What is particularly significant is the reference to the pension system. The bosses want a rock solid government capable of resisting social conflict, because they are pushing for an offensive, not only on pensions but also on deregulation, privatisations, attacks on public sector workers, and so on.
The PRC needs to hold an open and honest debate, without any hypocrisy on what has happened and above all on what is going to happen. What is not acceptable is that the party allows itself to be dragged into a confused crisis, whose outcome would be one where the left as a whole, and our party in particular, would be called upon to bleed itself dry simply to support a government that is getting weaker and weaker and to march with it until the next inevitable crisis, one in which we would end up being the first to sink.
The next government, in whatever shape or form it appears, cannot but be one more short step towards the break up and discrediting of the Unione coalition. The party should accept that the line adopted at the last congress has been buried and that a new policy is required, a policy based on the independence of the party, on a patient rebuilding of the links between the party and the workers. We must break from the mortal embrace which is chaining us down. This is the exact opposite of the "unconditional confidence" in Prodi as comrade Giordano has proposed.

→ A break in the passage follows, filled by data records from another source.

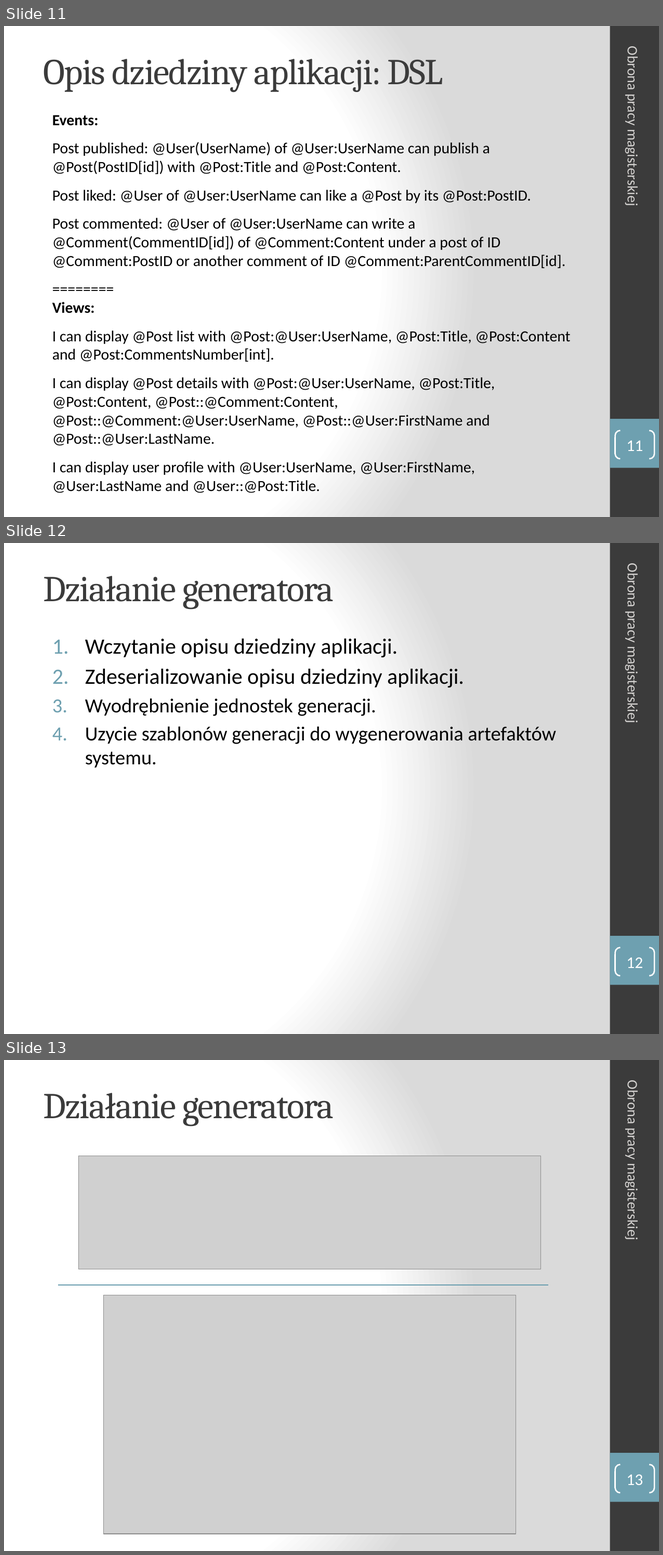
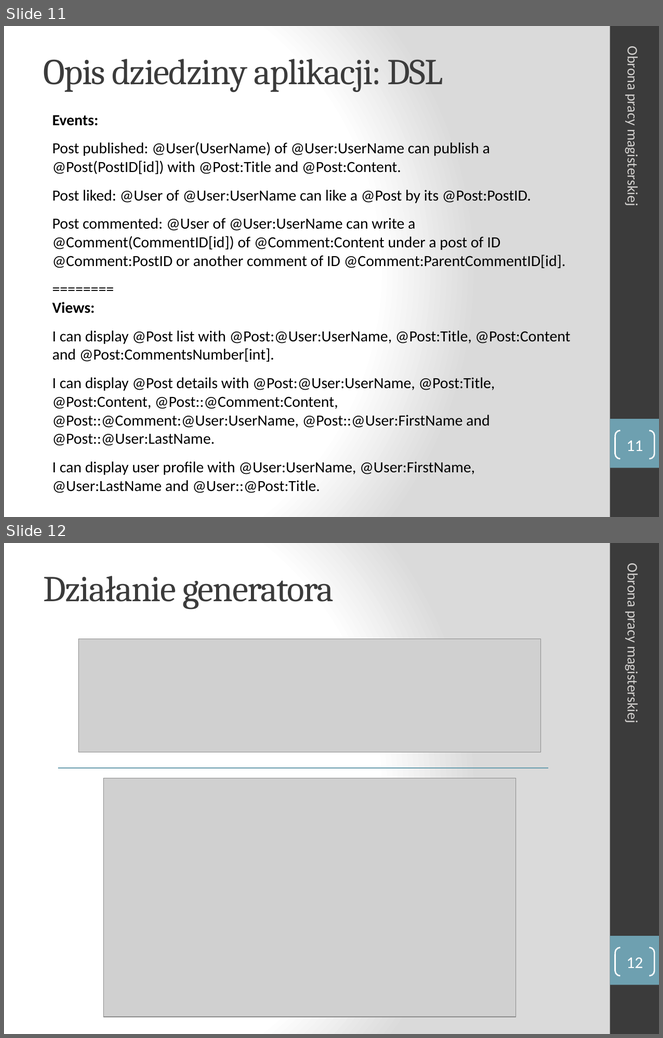
Before and after one commit to manisero/MasterThesis, a slide deck: thesis/presentation/presentation.pptx. Shown one above the other, each under a label of ours: slides 11, 12 and 13 before the commit, slides 11 and 12 after it. The pictures are 663x1555 and 663x1038 pixels, drawn with LibreOffice and Linux fonts; fonts in the diff are those of the drawing; grey boxes stand for pictures. Boxes give left, top, right and bottom in pixels: in the first picture for what was removed or moved away, otherwise in the second. Text is boxed around its words. In the diff, an @@ line names an element or a change of style, - is before the commit and + after.

```diff
--- a/thesis/presentation/presentation.pptx
+++ b/thesis/presentation/presentation.pptx
@@ slide 12 removed at [4,543,659,1034], background gradient #FFFFFF to #DADADA; not listed: 2 template elements that a slide beside it also shows @@
@@ text removed at [624,567,642,721] @@
-Obrona pracy magisterskiej
@@ title removed at [44,576,334,609] @@
-Działanie generatora
@@ text removed at [85,638,556,768] @@
-1. Wczytanie opisu dziedziny aplikacji.
-2. Zdeserializowanie opisu dziedziny aplikacji.
-3. Wyodrębnienie jednostek generacji.
-4. Uzycie szablonów generacji do wygenerowania artefaktów systemu.
@@ page number removed at [616,948,655,976] @@
-12
@@ what was slide 13 is now slide 12 @@
@@ page number at [626,957,643,968]: text changed @@
-13
+12
```
Also in this commit, not shown: 2 slides changed.

The crisis has not come from the left, but we are now fully immersed in it. Therefore if there has to be crisis, let us acknowledge it and act accordingly. Giordano should open up a wide-ranging debate, not in the corridors of Palazzo Chigi [the office of the Prime Minister] but among the masses that voted for the Unione. He should call on the workers, the youth, the pensioners, the unemployed, temporary workers and the immigrants, to debate over what has divided the Unione coalition, from the war in Afghanistan to Vicenza, but also on pensions, temporary work, economic and social policy, education and so on. We need to discuss and take decisions in the factories, in the neighbourhoods, in the mass organisations in an open and democratic manner. And the PRC should commit itself to respect and defend the demands and aspirations of the masses. This is the only kind of "confidence" that we can support today, without any doubts and without tying ourselves to anti-working class policies.